Copy out all lines from the material that contain the string "more".

** Data for review **
════════════════════
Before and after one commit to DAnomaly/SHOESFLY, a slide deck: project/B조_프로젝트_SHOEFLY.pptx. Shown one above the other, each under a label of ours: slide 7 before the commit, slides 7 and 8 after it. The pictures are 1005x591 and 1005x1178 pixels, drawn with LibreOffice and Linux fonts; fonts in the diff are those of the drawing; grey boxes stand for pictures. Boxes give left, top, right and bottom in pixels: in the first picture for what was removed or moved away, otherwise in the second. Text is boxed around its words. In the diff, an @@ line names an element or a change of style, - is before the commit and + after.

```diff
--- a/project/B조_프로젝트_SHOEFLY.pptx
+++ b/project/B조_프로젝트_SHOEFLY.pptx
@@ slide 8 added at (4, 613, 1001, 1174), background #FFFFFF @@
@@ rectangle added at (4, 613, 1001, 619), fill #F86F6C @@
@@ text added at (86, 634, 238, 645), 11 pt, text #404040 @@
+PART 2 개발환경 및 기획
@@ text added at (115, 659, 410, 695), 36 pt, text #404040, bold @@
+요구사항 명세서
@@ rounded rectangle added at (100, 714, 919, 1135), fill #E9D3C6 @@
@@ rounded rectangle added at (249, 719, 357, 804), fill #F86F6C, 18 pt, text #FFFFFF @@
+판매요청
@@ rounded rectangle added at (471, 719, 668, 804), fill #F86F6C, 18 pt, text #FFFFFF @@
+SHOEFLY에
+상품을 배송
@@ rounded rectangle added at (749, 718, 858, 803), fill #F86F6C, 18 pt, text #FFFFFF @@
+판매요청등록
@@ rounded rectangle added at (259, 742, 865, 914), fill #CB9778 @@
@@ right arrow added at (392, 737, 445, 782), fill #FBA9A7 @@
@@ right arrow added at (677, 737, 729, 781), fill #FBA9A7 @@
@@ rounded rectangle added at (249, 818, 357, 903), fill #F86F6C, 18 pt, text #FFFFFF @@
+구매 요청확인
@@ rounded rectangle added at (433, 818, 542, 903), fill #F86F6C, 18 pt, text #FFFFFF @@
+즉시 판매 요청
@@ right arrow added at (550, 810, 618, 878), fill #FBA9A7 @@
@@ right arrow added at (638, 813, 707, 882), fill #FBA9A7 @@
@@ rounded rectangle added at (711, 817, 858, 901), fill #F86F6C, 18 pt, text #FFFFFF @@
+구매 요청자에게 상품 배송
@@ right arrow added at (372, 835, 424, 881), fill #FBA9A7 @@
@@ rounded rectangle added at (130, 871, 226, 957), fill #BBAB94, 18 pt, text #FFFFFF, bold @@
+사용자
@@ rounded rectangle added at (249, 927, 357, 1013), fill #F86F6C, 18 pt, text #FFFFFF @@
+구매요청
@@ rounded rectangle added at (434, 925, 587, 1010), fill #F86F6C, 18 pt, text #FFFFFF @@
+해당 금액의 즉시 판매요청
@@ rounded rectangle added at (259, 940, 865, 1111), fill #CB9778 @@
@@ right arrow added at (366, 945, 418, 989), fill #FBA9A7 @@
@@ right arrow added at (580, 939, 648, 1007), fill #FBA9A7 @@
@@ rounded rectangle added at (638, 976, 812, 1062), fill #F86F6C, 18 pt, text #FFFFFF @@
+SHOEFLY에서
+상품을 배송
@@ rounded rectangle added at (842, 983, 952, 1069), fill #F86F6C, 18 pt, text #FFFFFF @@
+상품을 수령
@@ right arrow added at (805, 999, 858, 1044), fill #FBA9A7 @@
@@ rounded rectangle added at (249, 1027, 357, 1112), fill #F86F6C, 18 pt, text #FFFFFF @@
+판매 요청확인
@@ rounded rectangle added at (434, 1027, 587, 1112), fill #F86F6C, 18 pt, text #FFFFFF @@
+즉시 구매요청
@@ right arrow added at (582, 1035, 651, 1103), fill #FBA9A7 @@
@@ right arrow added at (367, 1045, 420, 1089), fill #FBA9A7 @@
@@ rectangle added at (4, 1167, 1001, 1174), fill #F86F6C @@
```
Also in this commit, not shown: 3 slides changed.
════════════════════
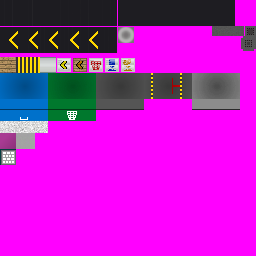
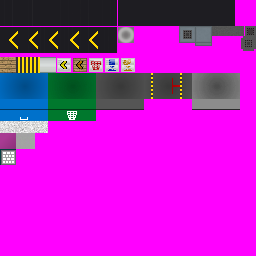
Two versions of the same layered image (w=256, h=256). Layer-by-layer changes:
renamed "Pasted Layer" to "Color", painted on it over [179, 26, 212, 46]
════════════════════
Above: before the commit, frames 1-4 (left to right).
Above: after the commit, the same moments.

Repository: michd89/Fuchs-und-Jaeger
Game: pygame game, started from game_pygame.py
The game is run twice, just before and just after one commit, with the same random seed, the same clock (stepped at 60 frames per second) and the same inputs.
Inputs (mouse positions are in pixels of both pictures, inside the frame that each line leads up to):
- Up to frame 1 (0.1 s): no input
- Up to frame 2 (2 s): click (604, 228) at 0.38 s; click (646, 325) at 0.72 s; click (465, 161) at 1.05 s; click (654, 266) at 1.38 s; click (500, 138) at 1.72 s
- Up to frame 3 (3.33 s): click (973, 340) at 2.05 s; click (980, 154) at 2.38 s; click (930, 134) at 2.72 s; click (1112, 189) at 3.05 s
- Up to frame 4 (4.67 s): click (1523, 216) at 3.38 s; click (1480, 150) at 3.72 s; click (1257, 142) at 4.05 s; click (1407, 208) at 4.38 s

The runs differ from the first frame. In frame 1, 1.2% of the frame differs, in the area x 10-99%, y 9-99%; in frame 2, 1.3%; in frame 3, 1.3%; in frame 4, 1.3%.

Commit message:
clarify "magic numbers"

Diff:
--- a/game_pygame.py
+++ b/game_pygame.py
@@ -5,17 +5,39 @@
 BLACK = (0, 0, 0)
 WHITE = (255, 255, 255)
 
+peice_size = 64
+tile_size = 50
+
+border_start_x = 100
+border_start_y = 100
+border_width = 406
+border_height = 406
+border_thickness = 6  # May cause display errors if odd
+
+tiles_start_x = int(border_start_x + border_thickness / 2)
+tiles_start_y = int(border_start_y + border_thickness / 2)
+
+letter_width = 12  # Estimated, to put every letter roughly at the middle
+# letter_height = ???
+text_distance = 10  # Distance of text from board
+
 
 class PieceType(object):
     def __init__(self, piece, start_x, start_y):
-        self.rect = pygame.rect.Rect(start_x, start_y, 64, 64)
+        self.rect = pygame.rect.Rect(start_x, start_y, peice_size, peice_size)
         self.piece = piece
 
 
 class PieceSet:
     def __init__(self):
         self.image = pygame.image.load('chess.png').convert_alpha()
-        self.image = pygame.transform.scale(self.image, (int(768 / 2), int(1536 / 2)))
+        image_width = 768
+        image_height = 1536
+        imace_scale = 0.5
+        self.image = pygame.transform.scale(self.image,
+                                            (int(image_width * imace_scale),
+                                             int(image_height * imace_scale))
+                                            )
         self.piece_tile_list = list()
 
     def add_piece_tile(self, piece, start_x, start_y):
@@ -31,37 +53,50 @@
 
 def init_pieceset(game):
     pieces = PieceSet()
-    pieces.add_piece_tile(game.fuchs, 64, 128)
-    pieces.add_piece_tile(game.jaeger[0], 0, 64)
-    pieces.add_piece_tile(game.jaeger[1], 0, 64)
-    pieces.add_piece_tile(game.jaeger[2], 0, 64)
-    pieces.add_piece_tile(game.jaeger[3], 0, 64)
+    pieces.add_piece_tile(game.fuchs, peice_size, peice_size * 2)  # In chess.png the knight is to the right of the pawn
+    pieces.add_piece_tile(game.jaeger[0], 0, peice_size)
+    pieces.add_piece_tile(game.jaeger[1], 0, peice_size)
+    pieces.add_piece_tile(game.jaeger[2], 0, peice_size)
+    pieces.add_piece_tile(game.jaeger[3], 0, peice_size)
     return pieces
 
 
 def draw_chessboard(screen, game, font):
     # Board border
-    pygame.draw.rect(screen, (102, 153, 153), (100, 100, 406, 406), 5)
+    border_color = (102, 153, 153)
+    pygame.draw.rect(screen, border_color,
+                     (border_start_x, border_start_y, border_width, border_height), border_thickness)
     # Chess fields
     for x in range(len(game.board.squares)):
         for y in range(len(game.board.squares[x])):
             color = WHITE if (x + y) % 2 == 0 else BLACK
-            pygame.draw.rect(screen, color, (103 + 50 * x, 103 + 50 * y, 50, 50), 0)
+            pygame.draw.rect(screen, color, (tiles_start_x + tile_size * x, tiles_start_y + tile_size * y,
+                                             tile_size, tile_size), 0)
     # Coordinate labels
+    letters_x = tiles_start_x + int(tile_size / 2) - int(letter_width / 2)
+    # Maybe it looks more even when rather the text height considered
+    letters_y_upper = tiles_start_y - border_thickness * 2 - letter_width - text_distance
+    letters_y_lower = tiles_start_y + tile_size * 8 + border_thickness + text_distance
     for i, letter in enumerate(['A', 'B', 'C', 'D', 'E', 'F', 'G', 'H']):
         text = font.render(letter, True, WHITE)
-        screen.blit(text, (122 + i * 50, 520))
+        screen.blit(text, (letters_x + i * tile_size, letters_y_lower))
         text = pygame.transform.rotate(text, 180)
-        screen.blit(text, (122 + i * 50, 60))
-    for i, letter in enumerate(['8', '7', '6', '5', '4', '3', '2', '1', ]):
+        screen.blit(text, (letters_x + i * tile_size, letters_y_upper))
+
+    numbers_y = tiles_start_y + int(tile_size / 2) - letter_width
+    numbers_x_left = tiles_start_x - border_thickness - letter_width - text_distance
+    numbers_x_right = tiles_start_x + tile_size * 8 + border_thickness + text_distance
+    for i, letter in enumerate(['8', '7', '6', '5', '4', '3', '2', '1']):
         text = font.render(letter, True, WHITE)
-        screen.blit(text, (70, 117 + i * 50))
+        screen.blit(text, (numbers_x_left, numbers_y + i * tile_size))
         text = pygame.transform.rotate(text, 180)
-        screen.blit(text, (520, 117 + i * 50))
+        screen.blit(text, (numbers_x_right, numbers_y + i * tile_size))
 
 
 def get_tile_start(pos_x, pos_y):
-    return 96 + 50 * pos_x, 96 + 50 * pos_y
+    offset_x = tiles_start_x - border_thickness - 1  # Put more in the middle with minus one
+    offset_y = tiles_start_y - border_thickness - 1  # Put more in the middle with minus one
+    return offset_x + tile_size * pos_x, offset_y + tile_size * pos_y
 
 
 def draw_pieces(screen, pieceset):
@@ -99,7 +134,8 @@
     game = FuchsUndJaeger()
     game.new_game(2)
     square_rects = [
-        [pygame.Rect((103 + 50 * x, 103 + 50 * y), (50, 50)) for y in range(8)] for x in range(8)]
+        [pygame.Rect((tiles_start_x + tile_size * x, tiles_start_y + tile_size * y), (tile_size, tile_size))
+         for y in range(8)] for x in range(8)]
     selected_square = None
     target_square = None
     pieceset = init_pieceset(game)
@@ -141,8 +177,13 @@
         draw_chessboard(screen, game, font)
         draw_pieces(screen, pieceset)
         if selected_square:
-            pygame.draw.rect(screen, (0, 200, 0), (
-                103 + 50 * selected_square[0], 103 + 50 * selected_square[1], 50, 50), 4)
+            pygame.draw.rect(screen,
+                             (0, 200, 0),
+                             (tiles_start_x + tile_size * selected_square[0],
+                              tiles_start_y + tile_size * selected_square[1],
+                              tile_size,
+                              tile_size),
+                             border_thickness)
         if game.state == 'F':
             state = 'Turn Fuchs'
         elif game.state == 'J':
════════════════════
** Answer box **
+    # Maybe it looks more even when rather the text height considered
+    offset_x = tiles_start_x - border_thickness - 1  # Put more in the middle with minus one
+    offset_y = tiles_start_y - border_thickness - 1  # Put more in the middle with minus one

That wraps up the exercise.